Dataset excerpts:
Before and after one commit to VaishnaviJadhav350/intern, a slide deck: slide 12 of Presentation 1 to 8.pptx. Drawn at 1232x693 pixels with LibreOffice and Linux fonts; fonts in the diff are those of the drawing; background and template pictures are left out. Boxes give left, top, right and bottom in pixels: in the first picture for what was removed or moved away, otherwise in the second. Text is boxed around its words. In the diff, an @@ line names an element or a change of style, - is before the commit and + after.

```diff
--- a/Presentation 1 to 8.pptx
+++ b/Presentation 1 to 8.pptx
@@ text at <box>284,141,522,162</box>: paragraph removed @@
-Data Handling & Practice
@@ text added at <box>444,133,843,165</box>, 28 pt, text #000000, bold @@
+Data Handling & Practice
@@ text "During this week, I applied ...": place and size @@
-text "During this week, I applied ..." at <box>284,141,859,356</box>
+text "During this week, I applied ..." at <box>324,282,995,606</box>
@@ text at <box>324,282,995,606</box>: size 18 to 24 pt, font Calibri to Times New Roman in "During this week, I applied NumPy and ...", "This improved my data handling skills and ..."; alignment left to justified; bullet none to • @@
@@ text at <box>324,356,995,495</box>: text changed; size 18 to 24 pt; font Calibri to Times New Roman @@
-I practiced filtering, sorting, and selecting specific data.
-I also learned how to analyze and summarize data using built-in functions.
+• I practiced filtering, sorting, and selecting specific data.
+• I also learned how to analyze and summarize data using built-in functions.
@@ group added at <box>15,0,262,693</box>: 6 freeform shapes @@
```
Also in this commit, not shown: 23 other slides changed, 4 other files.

| Task statement |
Repeat the records word for word.

| Written solution |
Before and after one commit to VaishnaviJadhav350/intern, a slide deck: slide 12 of Presentation 1 to 8.pptx. Drawn at 1232x693 pixels with LibreOffice and Linux fonts; fonts in the diff are those of the drawing; background and template pictures are left out. Boxes give left, top, right and bottom in pixels: in the first picture for what was removed or moved away, otherwise in the second. Text is boxed around its words. In the diff, an @@ line names an element or a change of style, - is before the commit and + after.

```diff
--- a/Presentation 1 to 8.pptx
+++ b/Presentation 1 to 8.pptx
@@ text at <box>284,141,522,162</box>: paragraph removed @@
-Data Handling & Practice
@@ text added at <box>444,133,843,165</box>, 28 pt, text #000000, bold @@
+Data Handling & Practice
@@ text "During this week, I applied ...": place and size @@
-text "During this week, I applied ..." at <box>284,141,859,356</box>
+text "During this week, I applied ..." at <box>324,282,995,606</box>
@@ text at <box>324,282,995,606</box>: size 18 to 24 pt, font Calibri to Times New Roman in "During this week, I applied NumPy and ...", "This improved my data handling skills and ..."; alignment left to justified; bullet none to • @@
@@ text at <box>324,356,995,495</box>: text changed; size 18 to 24 pt; font Calibri to Times New Roman @@
-I practiced filtering, sorting, and selecting specific data.
-I also learned how to analyze and summarize data using built-in functions.
+• I practiced filtering, sorting, and selecting specific data.
+• I also learned how to analyze and summarize data using built-in functions.
@@ group added at <box>15,0,262,693</box>: 6 freeform shapes @@
```
Also in this commit, not shown: 23 other slides changed, 4 other files.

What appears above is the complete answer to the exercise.